Why the mentally ill don't receive the attention they deserve

Mental health care continues to be poorly funded, inadequately managed, and under-recognized by politicians and policy makers

Given all of the mainstream and social media chatter about a major, coordinated approach to reducing mass shootings in this country, I would think that there would be more attention (read dollars) being spent on mental health resources.

I was disappointed to read this report coming out of Sacramento County, California, that reveals a decrease in mental health beds, resulted in a major uptick in EMS and hospital emergency department usage by patients with mental illness.

Most EMS providers probably will not remember that once upon a time, we committed many of the seriously ill psychiatric patients to state mental hospitals, which were large, monolithic buildings that housed thousands of patients. They were not so much hospitals as they were prisons; mental health care was still in its infancy and little was known about treatment. Funding was cut to these institutions in the early 1980s, resulting in a veritable flood of people with mental illness being released to the streets to, frankly fend for themselves.

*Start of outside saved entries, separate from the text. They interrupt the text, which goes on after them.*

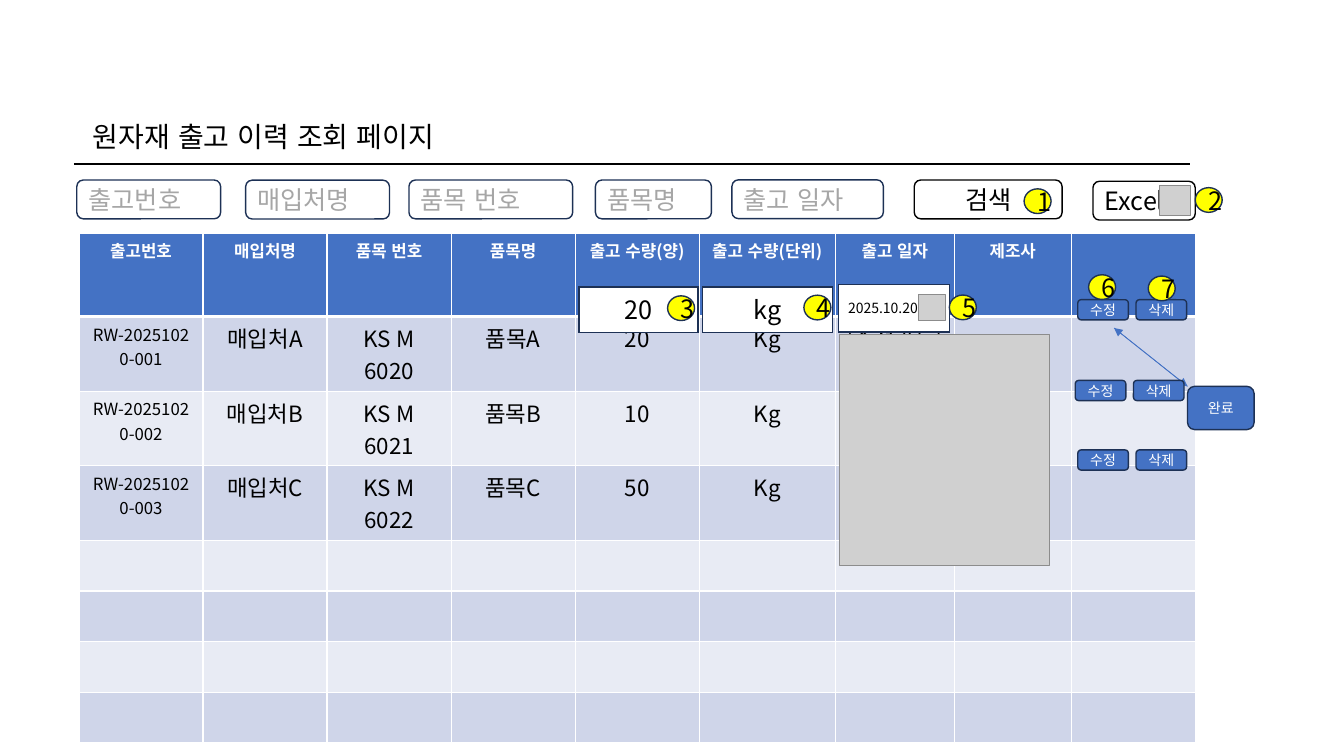
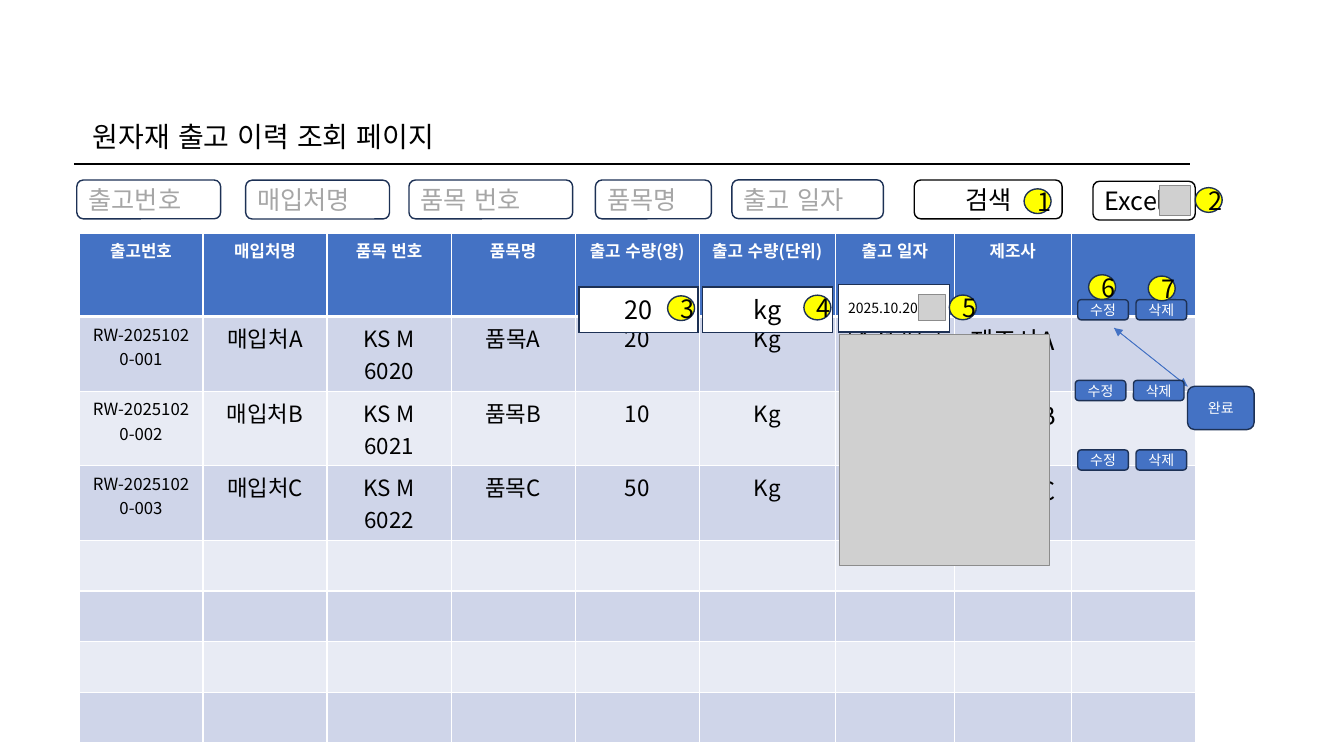
Before and after one commit to wjdgotjd28-del/mes_tripleJ, a slide deck: slide 6 of 화면설계서/원자재 입출고 관리 페이지.pptx. Drawn at 1344x756 pixels with LibreOffice and Linux fonts; fonts in the diff are those of the drawing; grey boxes stand for pictures; background and template pictures are left out. Boxes give left, top, right and bottom in pixels: in the first picture for what was removed or moved away, otherwise in the second. Text is boxed around its words. In the diff, an @@ line names an element or a change of style, - is before the commit and + after.

```diff
--- a/화면설계서/원자재 입출고 관리 페이지.pptx
+++ b/화면설계서/원자재 입출고 관리 페이지.pptx
@@ table at (79, 233, 1195, 698) @@
-row 2, column 8: 
+row 2, column 8: 제조사A
-row 3, column 8: 
+row 3, column 8: 제조사B
-row 4, column 8: 
+row 4, column 8: 제조사C
```
Also in this commit, not shown: 3 other slides changed, 2 other files.

Mental health care continues to be poorly funded, inadequately managed, and under recognized by politicians and policy makers alike. It’s one thing to pay politically correct lip service to the issue; it’s completely another to actually commit the time, energy and money to make real changes.

Progress for patients with mental illness starts with a true understanding of what mental illness is — an actual medical disorder or disease, just like myocardial infarctions, stroke, multi-systems trauma, and breast cancer. We readily create systems of care and funding to combat these diseases, yet because mental illness is unseeable, it’s treated as a second-class citizen by those responsible for funding health care. 

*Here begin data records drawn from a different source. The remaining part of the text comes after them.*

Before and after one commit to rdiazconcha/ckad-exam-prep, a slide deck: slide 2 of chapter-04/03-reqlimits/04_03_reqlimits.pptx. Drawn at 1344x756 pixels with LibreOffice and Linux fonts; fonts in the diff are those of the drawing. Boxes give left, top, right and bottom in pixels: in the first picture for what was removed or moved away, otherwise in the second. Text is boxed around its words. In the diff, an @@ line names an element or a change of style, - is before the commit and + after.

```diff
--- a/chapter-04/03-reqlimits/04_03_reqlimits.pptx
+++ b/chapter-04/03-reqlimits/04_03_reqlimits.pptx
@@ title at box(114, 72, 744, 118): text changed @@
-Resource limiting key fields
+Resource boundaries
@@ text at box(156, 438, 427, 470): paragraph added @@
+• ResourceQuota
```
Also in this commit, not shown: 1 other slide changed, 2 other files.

Even in EMS we have difficulty recognizing patients with mental illness as having a real disease. We use derogatory terms like "psycho", "crazy”, "nutty" and other, unprintable slang terms to describe these patients. I don’t hear slang words for victims of heart attacks, strokes and trauma. We accuse patients that die from suicide of being "greedy" or "selfish".

Dealing with mental health — partly because of lack of funding and understanding — is not on our country’s top list of things to fix. As a patient or as family or friends, anyone who has had to deal with mental health issues can tell you, it is a painful, cruel and punishing disease, with little known about cause and treatment.

We spend very few research dollars looking for solutions; current approaches often feel like rolling dice. Maybe this drug will work. Then again, maybe not. We just don’t know.

Bottom line? Don’t expect any changes coming down the road in the near future. It’s not being talked about during the early election season, and I suspect it won’t be a top issue in the next year.

The result? Lots of transports by EMS of patients with mental illness who end up going nowhere fast on the road to recovery or remission.

Occasionally, lots of people will be shot and killed. We’ll wring our hands and say, "how tragic."

The other tragedy is our inability to do the right thing for patients with mental illness.